I figured I'd go out to try trapping first thing this morning and get the birds when they're hungry. Luckily my daughter's cat woke us up at 4:24am and I didn't get back to sleep til 5:30 so when my alarm went off at 6 I was ready to greet the day.
I got out at 6:40 and went to the places I had seen kestrels earlier. Nobody was around. I drove out near West Mountain and saw quite the bird menagerie. On a 4ft rail fence there was a red-tailed hawk perched. Twenty feet from the hawk was a male kestrel in a small fruit tree, and below them about twenty feet into the pasture were two cock pheasants. I'm not sure if the red-tail was scoping them out for breakfast or just dreaming but I didn't get to find out since as I blundered onto the scene the kestrel and pheasants scattered. I got a quick glance as the kestrel flew past and the morning sun on him just lit him up like Christmas! He was so beautiful, but not playing the trapping game. I headed back home to run some errands and do stuff, and just as I was pulling into the neighborhood saw a pair of kestrels on the very last power line. But I was about late for where I needed to be and passed them by.
I went back out to trap with my wife around 5pm. We drove to where I had seen the pair of kestrels and magpie on Saturday. They were there again sans-magpie. We drove right past them and dropped the trap and looped back around to a place where we could watch. That gave the birds time to come back to the wire. After 5-10 minutes the male flew down to the trap! I repeat FLEW DOWN TO THE TRAP! I about peed and managed to giggle like a school girl. This was the first official interest in the trap in my short career as kestrel trapper. But... (Yes, Pee Wee, everyone has a but.) ...he veered away when he got about 4 feet from the trap and went to land back on the wire. About 5 minutes later the female did the same thing. After that, they each took turns flying down and nabbing grasshoppers on the side of the road. Right across from the trap with two juicy meat-filled mice.
I called my sponsor and he wasn't around. I called a falconer that lives in my little town and he gave me some advice. He said that the appearance of the mice and the trap were scaring the kestrels since they weren't natural looking. Kestrels like their mice brown or black as a normal field mouse would be. These black and white marbled mice were just too strange for them. He suggested taking a black marker to the mice. No really. He said that. Also he thought that the metal color of the trap was too unnatural for them. He suggested I paint it brown or green or even black to at least make it a color that would be seen in nature. That will be a little work since I don't want to get the nooses painted because then they wouldn't slide very well. I'll see what I can do with a magic marker and a can of brown spray paint this week. I've also promised my boys a dollar for each live brown field mouse they can trap in the field at the end of our road.

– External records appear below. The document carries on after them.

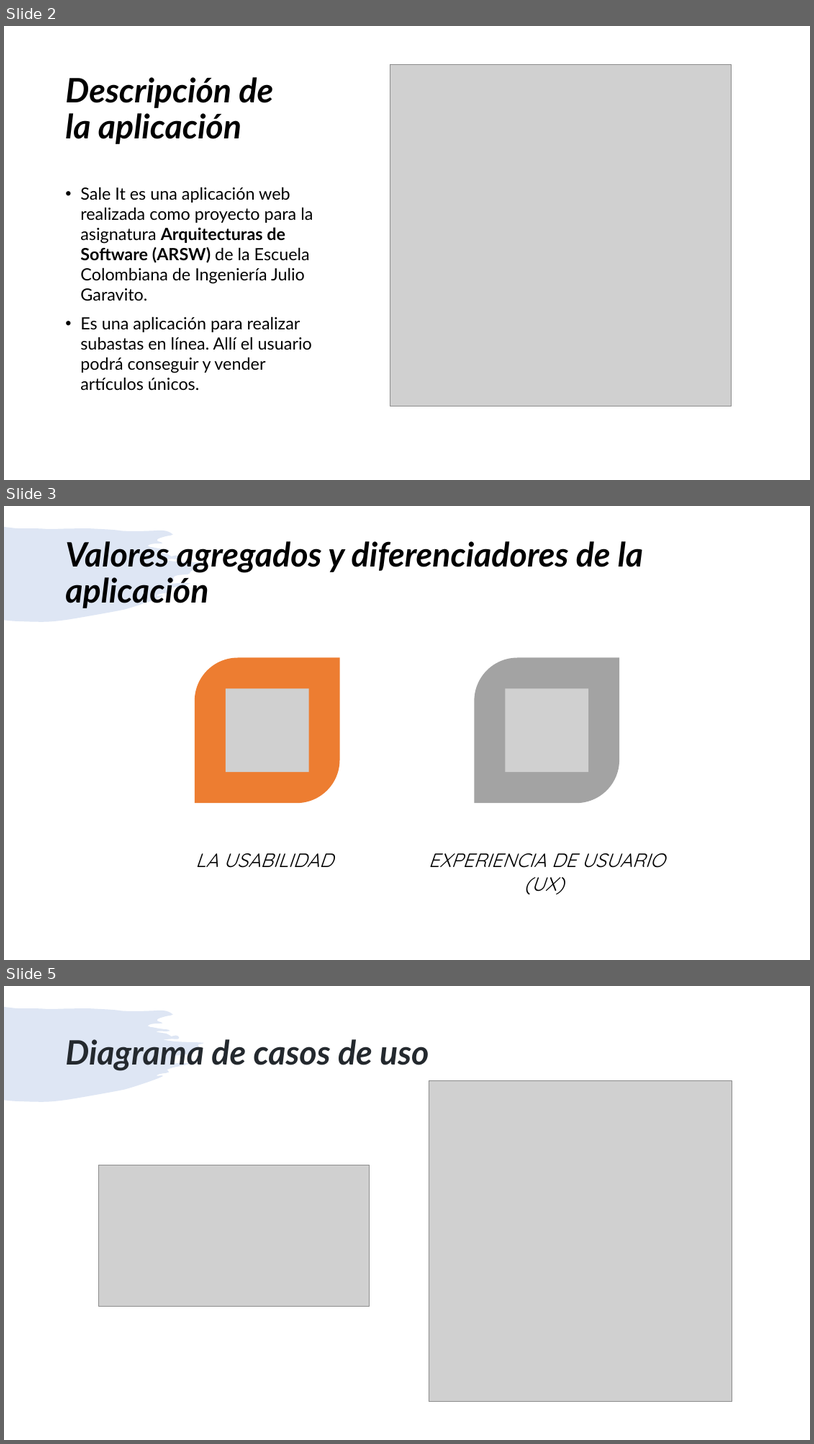
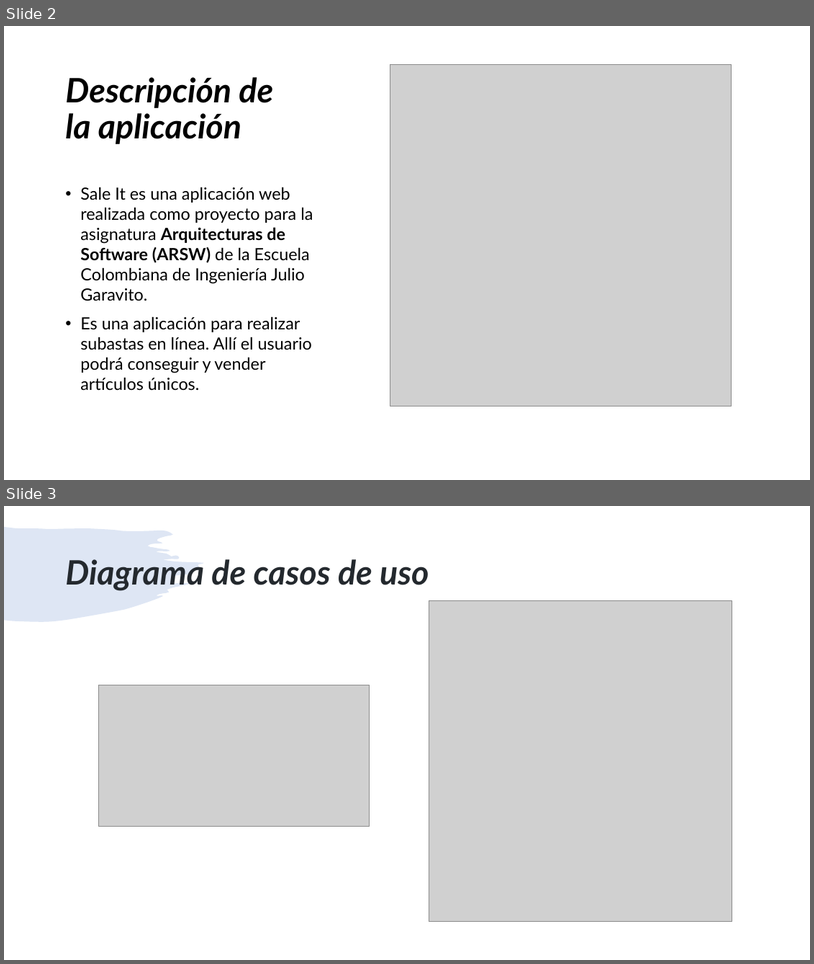
Before and after one commit to ARSW-Team-2020-2/EciGym, a slide deck: SaleIt-Presentacion.pptx. Shown one above the other, each under a label of ours: slides 2, 3 and 5 before the commit, slides 2 and 3 after it; the slides between them are not shown. The pictures are 814x1444 and 814x964 pixels, drawn with LibreOffice and Linux fonts; fonts in the diff are those of the drawing; grey boxes stand for pictures. Boxes give left, top, right and bottom in pixels: in the first picture for what was removed or moved away, otherwise in the second. Text is boxed around its words. In the diff, an @@ line names an element or a change of style, - is before the commit and + after.

```diff
--- a/SaleIt-Presentacion.pptx
+++ b/SaleIt-Presentacion.pptx
@@ slide 3 removed at bbox=[4, 506, 810, 960], background #FFFFFF; not listed: 1 template element that a slide beside it also shows @@
@@ rectangle removed at bbox=[4, 506, 810, 960] @@
@@ freeform shape removed at bbox=[4, 527, 203, 621] @@
@@ title removed at bbox=[65, 541, 643, 608] @@
-Valores agregados y diferenciadores de la aplicación
@@ group removed at bbox=[195, 658, 665, 894]: 2 round diag rects, 2 pictures, 2 texts @@
-LA USABILIDAD
-EXPERIENCIA DE USUARIO (UX)
@@ what was slide 5 is now slide 3 @@
```
Also in this commit, not shown: 1 other slide removed, 6 other files.

After that conversation and waiting a few more minutes we picked up the trap and headed home. On the way we stopped by my sparrow trap and laid out some more seed and added water to the water cup. Still no sparrows in the trap. It's kind of a theme with me.
As we were driving the last little bit home we passed the same pole I did this morning with those to kestrels and they were there again. My wife tossed the trap out and we circled the block to come around and watch and within a few minutes the male buzzed the trap, veering away at the last second like the other two did earlier. But it still had the same affect on me. School girl giggles. My poor wife. However, instead of him flying back up to the pole, he landed on a nearby yard light; lower and closer to the trap. The female then took her turn and also landed lower and closer. Then they each took one more flight at the trap and headed back up to the pole. Their next flights were to catch grasshoppers in the field underneath them.
And so we went home, not as discouraged as on other days because we at least saw interest in the trap and got a reaction out of them. I'll paint the mice and trap and try again later this week. I'm guessing with newly tinted bait and trap, plus colder weather slowly creeping in I should get something this month. I'm trying to set a realistic expectation for myself rather than thinking I'm going through the express lane at Kestrel-Mart.